В телеграмме, присланной на имя Мазая несколько позже, Орджоникидзе писал:
«Вашу телеграмму о замечательных Ваших успехах получил. Тем, что Вы своей стахановской работой добились на протяжении 20 дней подряд среднего съема 12,18 тонны с квадратного метра площади пода мартеновской печи, Вы дали невиданный до сих пор рекорд и этим доказали осуществимость смелых предложений, которые были сделаны металлургии.
Наряду с Вами и другие сталевары завода имени Ильича… дали хорошие показатели — 8,5 тонны, 9,5 тонны.
Все это сделано на одном из старых металлургических заводов. Это говорит об осуществимости таких съемов, — тем более это по силам новым, прекрасно механизированным цехам. Отныне разговоры могут быть не о технических возможностях получения такого съема, а о подготовленности и организованности людей.
Ваше предложение о продлении соревнования сталеваров, само собой, всей душой приветствую.
Крепко жму Вашу руку и желаю дальнейших успехов.
Серго Орджоникидзе».
Избранный делегатом на чрезвычайный VIII Всесоюзный съезд Советов, Макар Мазай с группой делегатов от Донбасса прибыл в Москву.
Только один раз до этого, и то лишь короткое время, Макару довелось побывать в столице. В 1930 году он сопровождал с Кубани эшелон с продовольствием. Теперь он мысленно видел себя загорелым, вихрастым станичником, робко ступающим по московским улицам.
Прошло шесть лет… Он снова в Москве. Он — делегат съезда. Молодой солдат проверяет делегатский мандат Мазая и, — может быть, это лишь кажется Мазаю, — особенно четко, торжественно козыряет ему…
Вот он — древний и славный Кремль, сердце Москвы, сердце Родины. Вот и зал Большого Кремлевского дворца…
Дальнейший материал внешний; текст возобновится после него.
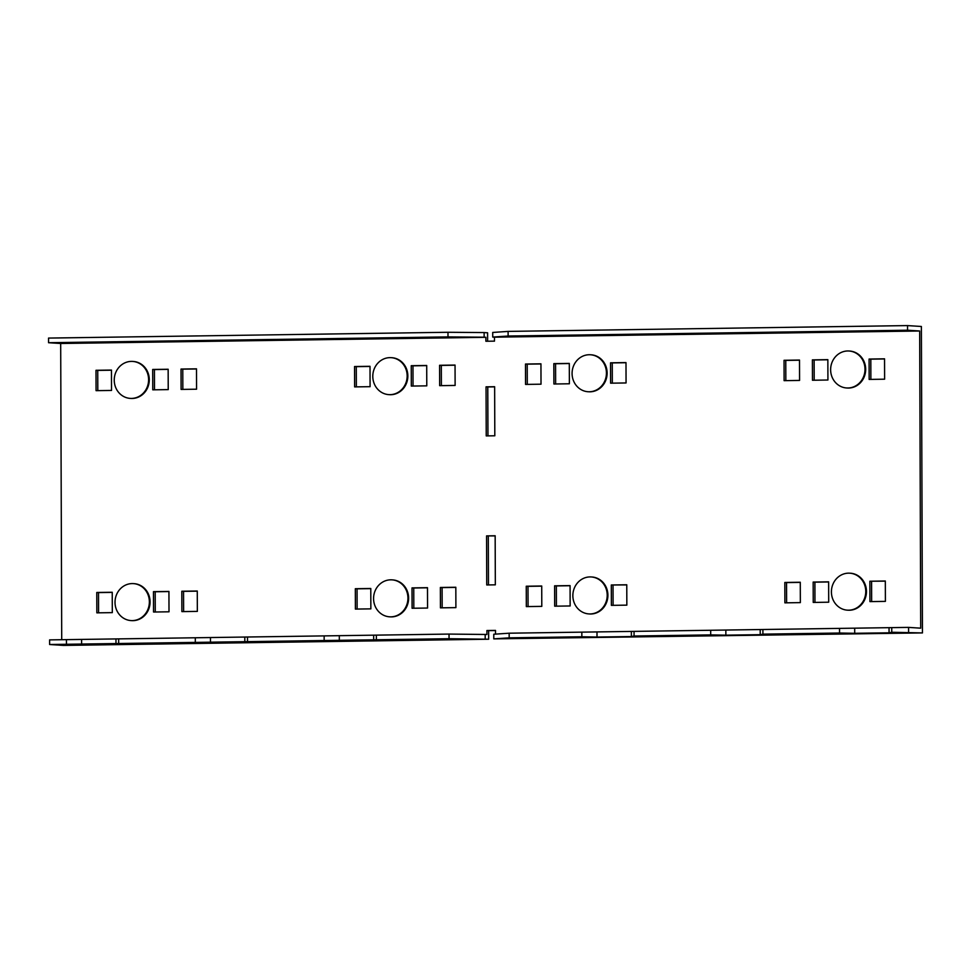 <?xml version="1.0" encoding="UTF-8"?>
<svg xmlns="http://www.w3.org/2000/svg" width="971" height="971" viewBox="0 0 971 971"><rect width="100%" height="100%" fill="white"/><g stroke="black" fill="none" stroke-linecap="round" stroke-linejoin="round"><path stroke-width="1.46" d="M487.624 341.234L487.6 332.798L484.128 332.568L484.153 337.204L485.876 337.313L485.888 341.258L494.482 341.137L494.47 337.18L919.671 331.002L920.702 628.176L908.589 627.387L509.156 633.201L493.778 634.245L493.79 638.882L922.45 632.922L921.382 326.487L907.533 325.588L907.545 330.213L919.671 331.002M485.876 337.313L60.688 343.491L61.719 639.707M49.618 644.513L63.467 645.412L488.668 639.221L488.631 630.64L486.908 630.531L486.92 634.488L449.027 634.075L49.606 639.889L49.618 644.513L66.465 644.271L66.441 639.646M486.908 630.531L495.489 630.41L495.501 634.136M494.809 435.785L494.64 386.713L486.046 386.834L486.228 435.906L494.809 435.785M370.788 588.499L355.325 588.717L355.398 609.084L370.861 608.866L370.788 588.499M112.235 592.261L96.772 592.48L96.845 612.847L112.308 612.628L112.235 592.261M486.568 535.895L495.161 535.761L495.331 584.833L486.738 584.955L486.568 535.895L495.161 535.907M169.003 611.803L168.93 591.436L153.467 591.655L153.539 612.021L169.003 611.803M197.344 611.39L197.271 591.023L181.808 591.242L181.88 611.609L197.344 611.39M111.531 390.439L111.459 370.072L95.995 370.291L96.068 390.658L111.531 390.439M168.226 389.614L168.153 369.247L152.69 369.466L152.763 389.832L168.226 389.614M196.567 389.201L196.494 368.834L181.031 369.053L181.104 389.42L196.567 389.201M412.02 587.892L412.092 608.259L427.556 608.04L427.483 587.673L412.02 587.892L413.755 588.001L413.816 608.234M440.361 587.479L440.433 607.846L455.897 607.628L455.824 587.261L440.361 587.479L442.096 587.589L442.169 607.822M354.549 366.528L354.621 386.895L370.085 386.676L370.012 366.31L354.549 366.528L356.284 366.65L356.357 386.871M411.243 365.703L411.316 386.07L426.779 385.851L426.706 365.484L411.243 365.703L412.978 365.824L413.039 386.045M439.584 365.29L439.657 385.657L455.12 385.438L455.047 365.072L439.584 365.29L441.32 365.412L441.392 385.633M611.305 584.991L626.768 584.773L626.841 605.139L611.378 605.358L611.305 584.991L626.768 584.906M869.858 581.241L885.321 581.01L885.394 601.377L869.931 601.607L869.858 581.241L885.321 581.144M813.237 602.433L813.164 582.066L828.627 581.835L828.7 602.202L813.237 602.433M784.884 602.845L784.823 582.466L800.274 582.248L800.347 602.615L784.884 602.845M869.154 379.418L869.081 359.052L884.545 358.821L884.617 379.188L869.154 379.418M812.46 380.244L812.387 359.877L827.85 359.646L827.923 380.013L812.46 380.244M784.107 380.656L784.046 360.29L799.497 360.059L799.57 380.426L784.107 380.656M570.074 585.598L570.147 605.965L554.684 606.183L554.611 585.816L570.074 585.598M541.721 586.011L541.794 606.377L526.331 606.596L526.258 586.229L541.721 586.011M625.992 362.584L626.064 382.95L610.601 383.181L610.528 362.814L625.992 362.584M569.297 363.409L569.37 383.776L553.907 384.006L553.834 363.627L569.297 363.409M540.944 363.822L541.017 384.188L525.554 384.419L525.493 364.04L540.944 363.822M488.631 630.64L495.489 630.543M487.952 435.882L487.782 386.956L494.64 386.846M370.788 588.632L357.061 588.827L357.122 609.06M112.235 592.395L98.508 592.589L98.569 612.822M488.474 584.93L488.304 536.004M168.93 591.57L155.19 591.764L155.263 611.997M197.271 591.157L183.543 591.351L183.616 611.584M111.459 370.206L97.731 370.4L97.804 390.633M168.153 369.381L154.425 369.575L154.486 389.808M196.494 368.968L182.766 369.162L182.839 389.395M427.483 587.807L413.755 588.001M455.824 587.394L442.096 587.589M370.012 366.443L356.284 366.65M426.706 365.618L412.978 365.824M455.047 365.205L441.32 365.412M613.102 605.334L613.029 585.112M871.655 601.583L871.582 581.35M814.96 602.396L814.9 582.175L828.627 581.969M786.619 602.809L786.546 582.588L800.274 582.382M870.878 379.394L870.817 359.161L884.545 358.954M814.196 380.219L814.123 359.986L827.85 359.78M785.842 380.632L785.77 360.399L799.509 360.192M556.407 606.159L556.347 585.938L570.074 585.731M528.066 606.572L527.993 586.35L541.721 586.144M612.325 383.157L612.264 362.923L625.992 362.717M555.63 383.97L555.57 363.749L569.297 363.542M527.289 384.382L527.217 364.161L540.944 363.955M487.782 386.956L486.046 386.834M484.153 337.204L447.995 336.901L48.562 342.714L60.688 343.491M484.128 332.568L447.983 332.276L447.995 336.901M447.983 332.276L48.55 338.078L48.562 342.714M66.465 644.271L449.051 638.712L488.668 639.221M81.625 644.55L81.6 639.913M115.986 644.04L115.962 639.416M118.68 643.518L118.656 638.882M195.305 642.401L195.292 637.765M210.464 642.668L210.452 638.044M244.826 642.171L244.813 637.546M247.52 641.637L247.508 637.012M324.156 640.52L324.144 635.896M339.316 640.799L339.304 636.163M373.677 640.302L373.653 635.665M376.372 639.768L376.36 635.131M449.051 638.712L449.027 634.075M485.197 639.003L485.184 634.379M98.508 592.589L96.772 592.48M357.061 588.827L355.325 588.717M155.19 591.764L153.467 591.655M183.543 591.351L181.808 591.242M97.731 370.4L95.995 370.291M154.425 369.575L152.69 369.466M182.766 369.162L181.031 369.053M492.734 337.071L508.124 336.027L508.1 331.402L492.722 332.446L492.734 337.071L494.47 337.18M508.124 336.027L907.545 330.213M508.1 331.402L907.533 325.588M891.742 627.642L891.754 632.267L922.45 632.922M908.601 632.024L908.589 627.387M891.754 632.267L889.06 632.801L889.048 628.176M889.06 632.801L854.711 633.298L854.686 628.674M854.711 633.298L839.551 633.031L839.527 628.395M839.551 633.031L762.915 634.136L762.89 629.511M762.915 634.136L760.22 634.67L760.196 630.045M760.22 634.67L725.859 635.168L725.847 630.543M725.859 635.168L710.699 634.9L710.687 630.276M710.699 634.9L634.063 636.017L634.051 631.393M634.063 636.017L631.368 636.551L631.356 631.915M631.368 636.551L597.007 637.049L596.995 632.424M597.007 637.049L581.847 636.77L581.835 632.145M581.847 636.77L509.18 637.838L509.156 633.201M509.18 637.838L493.79 638.882M814.9 582.175L813.164 582.066M786.546 582.588L784.823 582.466M870.817 359.161L869.081 359.052M814.123 359.986L812.387 359.877M785.77 360.399L784.046 360.29M556.347 585.938L554.611 585.816M527.993 586.35L526.258 586.229M612.264 362.923L610.528 362.814M555.57 363.749L553.834 363.627M527.217 364.161L525.493 364.04M131.486 398.426A18.522 17.175 93.7 0 1 130.235 398.389A18.522 17.175 93.7 0 1 114.25 379.479A18.522 17.175 93.7 0 1 131.364 361.394A18.522 17.175 93.7 0 1 132.614 361.418A18.522 17.175 93.7 0 1 148.599 380.341A18.522 17.175 93.7 0 1 131.486 398.426M132.614 361.418L133.306 361.467A18.522 17.175 93.7 0 1 149.279 380.377A18.522 17.175 93.7 0 1 132.177 398.462A18.522 17.175 93.7 0 1 130.915 398.438L130.235 398.389M390.039 394.663A18.522 17.175 93.7 0 1 388.788 394.627A18.522 17.175 93.7 0 1 372.803 375.716A18.522 17.175 93.7 0 1 389.917 357.631A18.522 17.175 93.7 0 1 391.167 357.668A18.522 17.175 93.7 0 1 407.152 376.578A18.522 17.175 93.7 0 1 390.039 394.663M391.167 357.668L391.859 357.704A18.522 17.175 93.7 0 1 407.832 376.614A18.522 17.175 93.7 0 1 390.73 394.712A18.522 17.175 93.7 0 1 389.468 394.675L388.788 394.627M132.262 620.615A18.522 17.175 93.7 0 1 131 620.578A18.522 17.175 93.7 0 1 115.027 601.668A18.522 17.175 93.7 0 1 132.129 583.583A18.522 17.175 93.7 0 1 133.391 583.607A18.522 17.175 93.7 0 1 149.364 602.53A18.522 17.175 93.7 0 1 132.262 620.615M133.391 583.607L134.083 583.656A18.522 17.175 93.7 0 1 150.056 602.566A18.522 17.175 93.7 0 1 132.954 620.651A18.522 17.175 93.7 0 1 131.692 620.627L131 620.578M390.815 616.852A18.522 17.175 93.7 0 1 389.565 616.816A18.522 17.175 93.7 0 1 373.58 597.905A18.522 17.175 93.7 0 1 390.694 579.821A18.522 17.175 93.7 0 1 391.944 579.845A18.522 17.175 93.7 0 1 407.929 598.767A18.522 17.175 93.7 0 1 390.815 616.852M391.944 579.845L392.636 579.893A18.522 17.175 93.7 0 1 408.609 598.804A18.522 17.175 93.7 0 1 391.507 616.888A18.522 17.175 93.7 0 1 390.245 616.864L389.565 616.816M847.877 387.999A18.522 17.175 93.7 0 1 846.627 387.975A18.522 17.175 93.7 0 1 830.642 369.053A18.522 17.175 93.7 0 1 847.756 350.968A18.522 17.175 93.7 0 1 849.006 351.004A18.522 17.175 93.7 0 1 864.991 369.915A18.522 17.175 93.7 0 1 847.877 387.999M849.006 351.004L849.698 351.053A18.522 17.175 93.7 0 1 865.671 369.963A18.522 17.175 93.7 0 1 848.569 388.048A18.522 17.175 93.7 0 1 847.307 388.012L846.627 387.975M589.324 391.762A18.522 17.175 93.7 0 1 588.062 391.738A18.522 17.175 93.7 0 1 572.089 372.815A18.522 17.175 93.7 0 1 589.203 354.731A18.522 17.175 93.7 0 1 590.453 354.767A18.522 17.175 93.7 0 1 606.426 373.677A18.522 17.175 93.7 0 1 589.324 391.762M590.453 354.767L591.145 354.803A18.522 17.175 93.7 0 1 607.118 373.726A18.522 17.175 93.7 0 1 590.016 391.811A18.522 17.175 93.7 0 1 588.754 391.774L588.062 391.738M848.654 610.189A18.522 17.175 93.7 0 1 847.392 610.164A18.522 17.175 93.7 0 1 831.419 591.242A18.522 17.175 93.7 0 1 848.52 573.157A18.522 17.175 93.7 0 1 849.783 573.193A18.522 17.175 93.7 0 1 865.756 592.104A18.522 17.175 93.7 0 1 848.654 610.189M849.783 573.193L850.475 573.23A18.522 17.175 93.7 0 1 866.448 592.152A18.522 17.175 93.7 0 1 849.346 610.237A18.522 17.175 93.7 0 1 848.084 610.201L847.392 610.164M590.101 613.951A18.522 17.175 93.7 0 1 588.839 613.915A18.522 17.175 93.7 0 1 572.866 595.005A18.522 17.175 93.7 0 1 589.967 576.92A18.522 17.175 93.7 0 1 591.23 576.956A18.522 17.175 93.7 0 1 607.203 595.866A18.522 17.175 93.7 0 1 590.101 613.951M591.23 576.956L591.922 576.992A18.522 17.175 93.7 0 1 607.895 595.903A18.522 17.175 93.7 0 1 590.793 614A18.522 17.175 93.7 0 1 589.531 613.963L588.839 613.915"/></g></svg>

Макар внимательно присматривается к делегатам. Сосредоточенны лица рабочих, военных, интеллигентов, крестьян: все они как будто уже давно знакомы Макару. Макар тоже будет говорить — много есть волнующих мыслей, которыми так необходимо поделиться.
На третий день съезда председательствующий предоставляет слово Макару Мазаю.
Макар поднимается на трибуну уверенной походкой. Уже нет робости, которую испытывал он в первые минуты.
Рассказывая о работе родного завода, Макар говорит о грандиозных цифрах выплавки стали.
— Нужно добиться, чтобы все сталевары Советского Союза снимали по двенадцать тонн стали с квадратного метра пода печи. Только тогда, товарищи, мы выполним и перевыполним задачу, тогда будем давать не шестьдесят тысяч, а сто двадцать тысяч тонн стали в сутки.
Некоторым иностранным дипломатам, как видно, не очень-то понравилась речь Мазая. К концу его выступления из дипломатической ложи вышли представители Германии, Италии, Японии. Да это и понятно — Макар не искал витиеватых оборотов речи. Он прямо сказал то, что думали тысячи его друзей.
— Я думаю, что лучшим отпором всем врагам, пытающимся подорвать Советскую власть, будут сверхплановые, тонны стали. С этими людьми — разговор короткий. Их надо топить в горячей стали… Зальем фашистам глотки горячей сталью!